Le graphène (Le graphène est un matériau bidimensionnel cristallin, forme allotropique du carbone dont l’empilement constitue le graphite. Théorisé dès 1947 par Philip R.), par exemple. Constitué d’une seule couche d’atomes de carbone serrés les uns contre les autres, il possède une incroyable résistance à la traction qui fait pâlir l’acier. Mélanger du graphène avec du béton, peut le rendre incassable, comme l’ont découvert des chercheurs de l’université d’Exeter en avril 2018. Et appliquer du graphène à l’acier et à la peinture, peut les rendre résistants à la corrosion. Enroulez des feuilles de graphène sous forme cylindrique, et vous obtenez un autre super-matériau appelé nanotubes de carbone (NTC). Dotés d’une résistance étonnante, les NTC peuvent être incorporés dans le verre, le ciment, le métal ou le bois pour créer des structures merveilleusement sûres et résistantes à l’usure.

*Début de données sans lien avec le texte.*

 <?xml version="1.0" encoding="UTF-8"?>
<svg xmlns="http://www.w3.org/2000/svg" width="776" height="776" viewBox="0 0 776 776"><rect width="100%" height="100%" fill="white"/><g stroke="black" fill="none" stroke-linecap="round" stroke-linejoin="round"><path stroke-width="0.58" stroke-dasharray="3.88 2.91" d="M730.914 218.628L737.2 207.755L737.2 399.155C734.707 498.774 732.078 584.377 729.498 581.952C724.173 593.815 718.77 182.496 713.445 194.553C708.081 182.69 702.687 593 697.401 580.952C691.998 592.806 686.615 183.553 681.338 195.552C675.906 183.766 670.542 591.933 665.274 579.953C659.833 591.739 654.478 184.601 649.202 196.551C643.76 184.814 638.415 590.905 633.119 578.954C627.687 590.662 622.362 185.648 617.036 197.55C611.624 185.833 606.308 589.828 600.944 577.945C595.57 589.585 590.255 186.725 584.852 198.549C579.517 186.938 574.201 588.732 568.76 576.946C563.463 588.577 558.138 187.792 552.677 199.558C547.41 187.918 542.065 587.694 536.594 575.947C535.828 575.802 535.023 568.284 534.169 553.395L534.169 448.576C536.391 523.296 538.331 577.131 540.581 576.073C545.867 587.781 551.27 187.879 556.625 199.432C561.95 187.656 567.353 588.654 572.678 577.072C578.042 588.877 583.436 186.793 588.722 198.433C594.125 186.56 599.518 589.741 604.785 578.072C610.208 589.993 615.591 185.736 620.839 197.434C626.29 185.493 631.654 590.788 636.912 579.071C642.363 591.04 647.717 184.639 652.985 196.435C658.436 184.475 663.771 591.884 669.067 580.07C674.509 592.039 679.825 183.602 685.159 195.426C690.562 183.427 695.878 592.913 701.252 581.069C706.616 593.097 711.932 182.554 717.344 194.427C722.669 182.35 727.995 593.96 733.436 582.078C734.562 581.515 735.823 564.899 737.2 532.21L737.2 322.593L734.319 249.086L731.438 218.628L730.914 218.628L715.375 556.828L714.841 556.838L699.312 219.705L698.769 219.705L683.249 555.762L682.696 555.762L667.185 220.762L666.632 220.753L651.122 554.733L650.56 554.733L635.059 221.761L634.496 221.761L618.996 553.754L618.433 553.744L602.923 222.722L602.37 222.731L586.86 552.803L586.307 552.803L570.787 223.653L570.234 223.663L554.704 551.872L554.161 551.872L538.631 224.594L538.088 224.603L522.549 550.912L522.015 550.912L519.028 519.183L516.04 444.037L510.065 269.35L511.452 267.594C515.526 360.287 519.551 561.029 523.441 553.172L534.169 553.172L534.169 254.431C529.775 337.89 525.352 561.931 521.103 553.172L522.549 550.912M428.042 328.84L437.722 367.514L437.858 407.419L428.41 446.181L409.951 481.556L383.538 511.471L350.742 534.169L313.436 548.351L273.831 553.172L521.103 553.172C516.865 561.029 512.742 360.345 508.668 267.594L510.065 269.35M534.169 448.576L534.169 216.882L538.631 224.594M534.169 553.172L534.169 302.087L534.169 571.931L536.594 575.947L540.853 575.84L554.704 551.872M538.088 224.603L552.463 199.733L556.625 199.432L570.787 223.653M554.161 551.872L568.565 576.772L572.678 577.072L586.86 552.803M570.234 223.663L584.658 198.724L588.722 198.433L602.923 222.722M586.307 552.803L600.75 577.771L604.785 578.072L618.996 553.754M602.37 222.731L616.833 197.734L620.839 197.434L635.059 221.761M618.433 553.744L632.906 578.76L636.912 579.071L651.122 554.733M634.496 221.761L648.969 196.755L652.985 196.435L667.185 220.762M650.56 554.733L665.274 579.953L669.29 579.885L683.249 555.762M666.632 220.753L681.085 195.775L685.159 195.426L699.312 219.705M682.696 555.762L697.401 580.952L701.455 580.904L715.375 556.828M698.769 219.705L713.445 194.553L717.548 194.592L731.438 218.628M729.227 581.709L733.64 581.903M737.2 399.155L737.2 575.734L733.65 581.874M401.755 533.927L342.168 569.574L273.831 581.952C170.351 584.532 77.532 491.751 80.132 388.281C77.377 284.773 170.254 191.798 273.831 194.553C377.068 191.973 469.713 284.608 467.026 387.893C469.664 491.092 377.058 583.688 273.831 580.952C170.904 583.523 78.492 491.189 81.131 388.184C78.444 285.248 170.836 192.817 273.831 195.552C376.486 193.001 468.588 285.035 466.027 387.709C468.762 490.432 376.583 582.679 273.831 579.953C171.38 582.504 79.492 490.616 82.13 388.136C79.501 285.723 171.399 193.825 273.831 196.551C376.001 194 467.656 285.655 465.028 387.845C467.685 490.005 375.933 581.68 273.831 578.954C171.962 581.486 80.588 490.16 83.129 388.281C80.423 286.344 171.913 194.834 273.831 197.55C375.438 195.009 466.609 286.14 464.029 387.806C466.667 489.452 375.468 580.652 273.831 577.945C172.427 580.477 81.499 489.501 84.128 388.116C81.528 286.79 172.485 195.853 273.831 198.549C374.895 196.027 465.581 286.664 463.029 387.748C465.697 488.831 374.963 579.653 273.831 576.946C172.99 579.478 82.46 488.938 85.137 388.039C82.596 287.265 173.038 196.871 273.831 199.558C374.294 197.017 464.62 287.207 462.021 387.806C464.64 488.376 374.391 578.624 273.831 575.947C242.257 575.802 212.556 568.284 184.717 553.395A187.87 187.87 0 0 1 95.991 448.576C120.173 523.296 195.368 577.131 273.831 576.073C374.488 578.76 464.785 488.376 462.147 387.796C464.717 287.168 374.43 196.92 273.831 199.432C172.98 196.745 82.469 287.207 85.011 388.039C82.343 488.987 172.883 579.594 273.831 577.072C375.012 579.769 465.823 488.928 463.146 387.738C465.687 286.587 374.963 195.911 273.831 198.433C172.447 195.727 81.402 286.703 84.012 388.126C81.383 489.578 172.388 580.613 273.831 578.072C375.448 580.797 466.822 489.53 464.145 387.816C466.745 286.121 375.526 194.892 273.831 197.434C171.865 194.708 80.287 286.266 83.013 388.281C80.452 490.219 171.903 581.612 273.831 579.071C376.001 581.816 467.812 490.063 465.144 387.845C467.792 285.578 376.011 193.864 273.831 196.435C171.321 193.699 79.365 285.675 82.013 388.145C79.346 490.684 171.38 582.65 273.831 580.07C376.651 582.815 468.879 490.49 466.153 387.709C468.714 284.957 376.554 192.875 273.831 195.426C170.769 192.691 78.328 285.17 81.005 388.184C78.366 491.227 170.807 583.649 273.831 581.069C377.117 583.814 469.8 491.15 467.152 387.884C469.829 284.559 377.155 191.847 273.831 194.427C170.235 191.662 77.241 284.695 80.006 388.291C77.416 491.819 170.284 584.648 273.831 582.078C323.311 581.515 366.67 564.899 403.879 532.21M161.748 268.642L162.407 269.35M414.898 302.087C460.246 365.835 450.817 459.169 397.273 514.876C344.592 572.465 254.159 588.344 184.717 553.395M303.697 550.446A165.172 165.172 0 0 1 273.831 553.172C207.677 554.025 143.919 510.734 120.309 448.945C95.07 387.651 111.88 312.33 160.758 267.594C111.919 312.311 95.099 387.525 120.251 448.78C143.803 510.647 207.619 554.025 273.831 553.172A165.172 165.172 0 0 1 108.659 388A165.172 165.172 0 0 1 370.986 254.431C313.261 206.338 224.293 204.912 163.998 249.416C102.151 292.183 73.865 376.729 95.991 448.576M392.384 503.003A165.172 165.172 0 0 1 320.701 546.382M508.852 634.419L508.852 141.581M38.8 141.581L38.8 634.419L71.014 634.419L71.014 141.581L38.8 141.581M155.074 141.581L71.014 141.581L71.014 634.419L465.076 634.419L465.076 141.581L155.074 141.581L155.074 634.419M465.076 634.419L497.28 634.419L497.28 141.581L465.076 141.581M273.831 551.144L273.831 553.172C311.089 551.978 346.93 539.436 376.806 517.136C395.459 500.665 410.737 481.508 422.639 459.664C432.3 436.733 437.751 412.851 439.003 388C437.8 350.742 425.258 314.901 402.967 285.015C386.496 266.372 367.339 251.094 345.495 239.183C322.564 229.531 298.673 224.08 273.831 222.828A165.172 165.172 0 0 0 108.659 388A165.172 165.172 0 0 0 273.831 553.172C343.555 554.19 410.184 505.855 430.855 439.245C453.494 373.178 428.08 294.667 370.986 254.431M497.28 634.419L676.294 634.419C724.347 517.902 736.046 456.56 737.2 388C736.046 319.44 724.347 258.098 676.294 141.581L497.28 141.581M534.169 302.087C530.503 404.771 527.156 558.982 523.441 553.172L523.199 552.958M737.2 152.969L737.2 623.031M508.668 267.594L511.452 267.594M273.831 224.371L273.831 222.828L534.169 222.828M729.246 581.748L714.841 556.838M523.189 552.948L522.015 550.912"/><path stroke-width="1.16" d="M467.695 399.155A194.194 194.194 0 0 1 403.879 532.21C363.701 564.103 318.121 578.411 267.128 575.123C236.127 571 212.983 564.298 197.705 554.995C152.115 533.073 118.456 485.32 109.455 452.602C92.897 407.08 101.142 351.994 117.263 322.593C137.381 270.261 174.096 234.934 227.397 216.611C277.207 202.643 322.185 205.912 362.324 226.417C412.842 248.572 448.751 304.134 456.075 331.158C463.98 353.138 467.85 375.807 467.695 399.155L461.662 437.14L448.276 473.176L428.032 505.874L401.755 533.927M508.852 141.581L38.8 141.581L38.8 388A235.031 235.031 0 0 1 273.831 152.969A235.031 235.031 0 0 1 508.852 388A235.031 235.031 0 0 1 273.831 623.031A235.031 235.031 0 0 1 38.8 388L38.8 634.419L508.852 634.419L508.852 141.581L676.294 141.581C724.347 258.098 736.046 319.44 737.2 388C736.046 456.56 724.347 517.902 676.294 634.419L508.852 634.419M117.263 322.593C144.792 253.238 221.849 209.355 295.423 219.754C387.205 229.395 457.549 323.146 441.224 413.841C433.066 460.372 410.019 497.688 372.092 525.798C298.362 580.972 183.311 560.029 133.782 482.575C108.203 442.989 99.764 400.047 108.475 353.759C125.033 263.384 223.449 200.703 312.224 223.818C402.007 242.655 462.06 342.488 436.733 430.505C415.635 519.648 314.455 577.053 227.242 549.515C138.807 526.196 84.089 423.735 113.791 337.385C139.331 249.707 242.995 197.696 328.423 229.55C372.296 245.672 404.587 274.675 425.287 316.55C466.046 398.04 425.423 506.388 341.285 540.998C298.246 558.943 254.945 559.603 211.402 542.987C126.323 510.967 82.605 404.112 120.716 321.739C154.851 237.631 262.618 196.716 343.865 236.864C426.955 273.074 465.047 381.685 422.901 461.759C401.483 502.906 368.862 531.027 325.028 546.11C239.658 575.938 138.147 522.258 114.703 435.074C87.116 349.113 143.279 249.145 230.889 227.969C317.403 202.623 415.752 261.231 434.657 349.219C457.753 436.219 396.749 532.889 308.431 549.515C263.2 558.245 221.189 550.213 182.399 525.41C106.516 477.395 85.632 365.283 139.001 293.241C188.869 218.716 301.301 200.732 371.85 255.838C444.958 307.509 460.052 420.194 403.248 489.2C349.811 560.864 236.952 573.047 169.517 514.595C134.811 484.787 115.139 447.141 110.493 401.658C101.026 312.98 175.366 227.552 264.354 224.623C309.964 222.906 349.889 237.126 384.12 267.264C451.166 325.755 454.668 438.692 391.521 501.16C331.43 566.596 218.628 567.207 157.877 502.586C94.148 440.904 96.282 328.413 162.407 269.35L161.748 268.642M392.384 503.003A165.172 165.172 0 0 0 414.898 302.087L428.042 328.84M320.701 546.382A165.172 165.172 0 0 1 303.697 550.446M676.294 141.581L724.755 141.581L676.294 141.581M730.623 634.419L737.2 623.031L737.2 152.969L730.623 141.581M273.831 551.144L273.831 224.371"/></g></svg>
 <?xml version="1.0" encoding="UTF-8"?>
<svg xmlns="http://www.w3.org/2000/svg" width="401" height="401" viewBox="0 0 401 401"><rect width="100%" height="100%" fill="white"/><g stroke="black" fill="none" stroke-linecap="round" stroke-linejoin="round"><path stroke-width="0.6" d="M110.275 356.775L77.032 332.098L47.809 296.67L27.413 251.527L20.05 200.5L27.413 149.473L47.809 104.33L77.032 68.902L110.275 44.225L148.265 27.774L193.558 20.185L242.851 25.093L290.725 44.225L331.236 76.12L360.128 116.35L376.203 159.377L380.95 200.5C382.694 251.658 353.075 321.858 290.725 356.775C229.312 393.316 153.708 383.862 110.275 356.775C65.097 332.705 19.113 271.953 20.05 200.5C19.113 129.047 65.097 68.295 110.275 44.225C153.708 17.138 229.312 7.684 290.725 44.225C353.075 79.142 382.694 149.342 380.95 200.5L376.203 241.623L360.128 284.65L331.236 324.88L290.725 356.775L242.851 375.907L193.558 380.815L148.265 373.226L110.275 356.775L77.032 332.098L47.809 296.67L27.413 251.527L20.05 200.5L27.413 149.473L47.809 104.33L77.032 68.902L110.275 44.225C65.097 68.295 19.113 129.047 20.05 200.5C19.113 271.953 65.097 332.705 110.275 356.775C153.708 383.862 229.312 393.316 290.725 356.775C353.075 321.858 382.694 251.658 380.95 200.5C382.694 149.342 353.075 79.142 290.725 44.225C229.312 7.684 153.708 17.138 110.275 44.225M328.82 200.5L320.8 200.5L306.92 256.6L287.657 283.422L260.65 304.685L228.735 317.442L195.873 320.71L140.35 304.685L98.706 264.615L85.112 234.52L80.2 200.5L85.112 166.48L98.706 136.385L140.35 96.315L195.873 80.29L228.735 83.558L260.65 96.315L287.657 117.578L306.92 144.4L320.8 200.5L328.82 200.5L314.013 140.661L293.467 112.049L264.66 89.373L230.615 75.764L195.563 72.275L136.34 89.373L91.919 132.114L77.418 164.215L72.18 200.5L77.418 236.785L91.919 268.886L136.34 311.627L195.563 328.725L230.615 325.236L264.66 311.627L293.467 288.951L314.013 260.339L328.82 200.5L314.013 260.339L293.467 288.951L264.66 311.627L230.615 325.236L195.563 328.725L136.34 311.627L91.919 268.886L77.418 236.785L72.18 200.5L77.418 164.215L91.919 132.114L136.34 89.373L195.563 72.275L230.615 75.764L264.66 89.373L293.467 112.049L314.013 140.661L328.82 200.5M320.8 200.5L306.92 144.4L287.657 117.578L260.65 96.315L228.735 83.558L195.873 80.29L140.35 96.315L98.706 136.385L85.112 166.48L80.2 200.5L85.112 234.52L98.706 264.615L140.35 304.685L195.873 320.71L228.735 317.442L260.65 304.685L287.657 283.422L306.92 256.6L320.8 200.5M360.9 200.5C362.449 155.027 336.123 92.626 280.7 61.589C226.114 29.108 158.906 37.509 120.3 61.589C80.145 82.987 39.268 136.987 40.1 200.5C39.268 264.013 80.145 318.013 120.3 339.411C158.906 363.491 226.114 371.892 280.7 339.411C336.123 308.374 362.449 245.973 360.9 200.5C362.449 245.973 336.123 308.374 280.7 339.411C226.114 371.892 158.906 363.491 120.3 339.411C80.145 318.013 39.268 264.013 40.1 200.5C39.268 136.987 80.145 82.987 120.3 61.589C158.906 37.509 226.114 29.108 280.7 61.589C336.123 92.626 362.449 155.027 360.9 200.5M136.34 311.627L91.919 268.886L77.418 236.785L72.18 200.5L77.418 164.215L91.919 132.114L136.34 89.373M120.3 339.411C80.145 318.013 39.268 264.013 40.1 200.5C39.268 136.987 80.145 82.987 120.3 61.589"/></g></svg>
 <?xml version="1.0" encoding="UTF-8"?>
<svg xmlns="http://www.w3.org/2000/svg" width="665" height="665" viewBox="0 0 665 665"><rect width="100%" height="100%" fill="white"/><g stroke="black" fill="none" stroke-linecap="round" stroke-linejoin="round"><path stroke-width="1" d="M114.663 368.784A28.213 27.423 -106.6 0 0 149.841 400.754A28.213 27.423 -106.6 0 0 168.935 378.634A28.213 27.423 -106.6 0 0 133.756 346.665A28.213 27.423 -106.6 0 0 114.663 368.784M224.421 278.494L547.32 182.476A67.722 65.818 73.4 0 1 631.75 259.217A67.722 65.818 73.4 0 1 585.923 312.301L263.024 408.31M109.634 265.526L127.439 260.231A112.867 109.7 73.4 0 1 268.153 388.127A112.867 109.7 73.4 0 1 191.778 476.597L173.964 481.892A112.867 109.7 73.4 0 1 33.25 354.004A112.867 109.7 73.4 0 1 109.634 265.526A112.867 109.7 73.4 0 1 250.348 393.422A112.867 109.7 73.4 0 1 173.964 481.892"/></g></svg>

La NASA utilise déjà les NTC pour fabriquer de l’aluminium transparent, et ce matériau résistant à la chaleur et à la pression, ne devrait pas tarder à faire son entrée dans les bâtiments.

En créant un réseau de NTC avec un gel spécial sans liquide, on obtient un aérogel incroyablement léger, un matériau extraordinairement résistant à la chaleur et au feu. Substance semblable à une mousse, composée à près de 90% d’air, l’aérogel promet une isolation haut de gamme, capable d’améliorer la performance thermique des structures par des bonds énormes. Un panneau d’aérogel de la taille d’un pouce est aussi puissant que la superposition de 30 vitres, et sa puissance n’est égalée que par les nanoparticules de dioxyde de titane (TiO2).

Alors, que signifie être architecte à l’ère de la nano-architecture, où toutes les notions existantes sont bouleversées ? Pour citer Johansen lors de sa conférence au Mummers Theater en Oklahoma, « la tâche des architectes aujourd’hui est de s’emparer des nouvelles technologies, de les appliquer judicieusement à un bâtiment, de se délecter de leur potentiel symbolique et de les doter d’une expression poétique ».

Dans une large mesure, les architectes sont libérés de l’obligation d’assurer le confort, la sécurité et la durabilité environnementale. Les structures construites avec ces matériaux ultra puissants prennent automatiquement en charge ces aspects, laissant l’architecte libre de se concentrer sur l’esthétique. Les architectes sont donc les sculpteurs de nos espaces de vie et détiennent les plans de notre avenir indestructible. Et ce futur est petit, puissant et perturbateur.